There are things unique about America—our peoples, the precise timing of certain ideas in our history, our religious heritage—but these do not confer moral heroism.

It is a good thing for humanity, that America and its allies defeated Nazism and that Eastern Europe no longer languishes behind the Iron Curtain.

But eugenics was popular in America too, before the second world war, and the Tuskegee airmen flew their P-51s in segregated units.

Power is not an unmingled good.

Writing for “The American Conservative,” Peter Van Buren traces the history of American air power from the carpet bombing of German cities and the firebombing of Tokyo, and he argues the use of nuclear weapons in Hiroshima and Nagasaki was only a more efficient, weatherproof means to the same end.

Van Buren writes, “It was only after WWII ended, when accurate descriptions from Hiroshima began finding their way back to America, that the idea of firebombing as a way to shorten the war, to spare lives in the long game, came into full flower.”

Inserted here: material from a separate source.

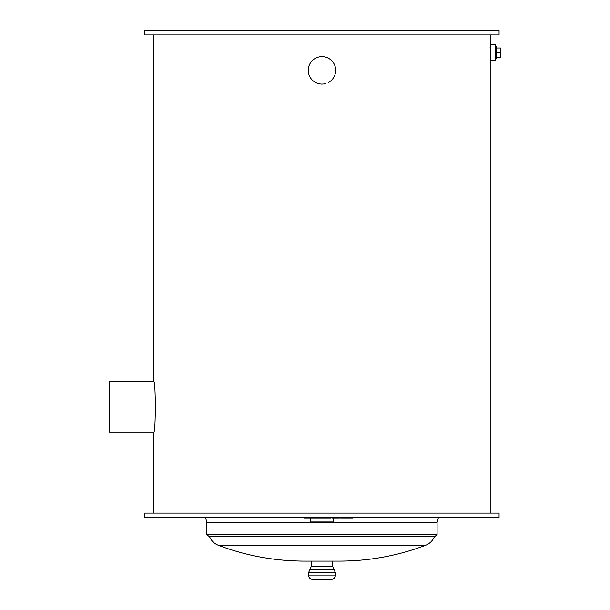 <?xml version="1.0" encoding="UTF-8"?>
<svg xmlns="http://www.w3.org/2000/svg" width="610" height="610" viewBox="0 0 610 610"><rect width="100%" height="100%" fill="white"/><g stroke="black" fill="none" stroke-linecap="round" stroke-linejoin="round"><path stroke-width="0.91" d="M495.533 58.834L496.639 58.834L496.639 52.635L500.536 52.635L500.536 47.992L496.639 47.992M496.639 57.287L500.536 57.287L500.536 52.635M496.639 52.635L496.639 46.436L495.533 46.436M328.378 82.487A13.725 13.725 0 0 0 331.07 60.062A13.725 13.725 0 0 0 309.14 65.483A13.725 13.725 0 0 0 325.45 83.623M490.219 60.603L495.533 60.603L495.533 44.667L490.219 44.667L490.219 513.086M490.211 44.949L490.188 45.353M490.135 46.726L490.112 47.359M109.465 432.132L109.465 381.524L153.735 381.524C155.817 379.961 155.817 433.695 153.735 432.132L109.465 432.132M310.246 517.959L310.246 521.946L333.708 521.946L333.708 517.959M425.536 545.325C397.728 555.817 368.966 561.078 339.244 561.124L304.71 561.124C274.996 561.078 246.226 555.809 218.418 545.325L425.536 545.325C429.654 543.685 432.597 540.841 434.358 536.777L209.604 536.777L206.866 534.779L437.095 534.779L437.095 522.389L206.866 522.389L205.54 517.516M331.055 579.5L312.899 579.5C310.215 579.241 308.736 577.761 308.477 575.07L335.485 575.07C335.218 577.761 333.746 579.241 331.055 579.5M499.079 34.93L144.883 34.93L144.883 30.5L499.079 30.5L499.079 34.93M499.079 513.086L144.883 513.086L144.883 517.516L499.079 517.516L499.079 513.086M331.085 517.516L331.085 517.959L304.131 517.959L304.131 517.516M307.974 517.959L307.974 517.516M308.591 517.959L308.591 517.516M313.418 517.959L313.418 517.516M316.338 517.959L316.338 517.516M317.612 517.959L317.612 517.516M321.34 517.959L321.34 517.516M352.679 517.959L340.594 517.959M352.115 517.959L352.115 517.516M338.809 517.516L338.809 517.959L331.848 517.959L331.848 517.516M335.081 517.959L335.081 517.516M326.563 517.959L326.563 517.516M332.602 561.124L332.602 566.324L311.352 566.324L311.352 561.124M309.918 569.595L308.477 572.859L335.485 572.859L334.044 569.595L309.918 569.595L311.352 566.324M326.281 517.959L326.281 517.516M342.85 517.959L342.85 517.516M340.037 517.959L340.037 517.516M347.822 517.959L347.822 517.516M331.939 517.959L331.939 517.516M328.82 517.959L328.82 517.516M218.418 545.325C214.308 543.685 211.365 540.841 209.604 536.777M334.044 569.595L332.602 566.324M308.477 572.859L308.477 575.07M335.485 572.859L335.485 575.07M437.095 522.389L438.422 517.516M206.866 522.389L206.866 534.779M434.358 536.777L437.095 534.779M153.735 34.93L153.735 381.524M153.735 432.132L153.735 513.086M490.219 34.93L490.219 44.667M353.015 517.959L353.015 517.516M339.694 517.959L339.694 517.516"/></g></svg>

He points out the discrepancy between the public aversion to targeting civilians and the numbers of civilian dead in “surgical strikes” across the Middle East.

This history tempers the triumphalism that would confuse ideals with achievements. Indeed, it teaches us how ideals can blind us to our particular sins.

This history teaches us to recognize the mental and physical price paid by veterans. It teaches us to see those who serve or who have died in the armed forces less as saints of the republic, more as humans, having responsibilities not all of us have, yet heirs of the same mortality, corruptibility, and grace.

We see it too in the experience of Old Testament prophets like Jeremiah. He told his people to surrender to Nebuchadnezzar, which wasn't very patriotic. He told them to stay in the land, but they fled to Egypt. So he went with them because his calling was to bring God's words to them.

He is perhaps the most likely writer of the five funeral elegies in the book of Lamentations, grieving for his people and the destruction of Jerusalem.

“How doth the city sit solitary,
    that was full of people!
how is she become as a widow!
    she that was great among the nations,
    and princess among the provinces,
how is she become tributary!

She weepeth sore in the night,
    and her tears are on her cheeks:
among all her lovers she hath none to comfort her:
    all her friends have dealt treacherously with her,
    they are become her enemies.”

I do not argue war might be ended just by disarmament. History paints too tragic a picture for that. 


Perhaps instead we go back to our respective work, to wrestle with what it means for presidents, soldiers, airmen...and poets...to love our neighbors and our enemies.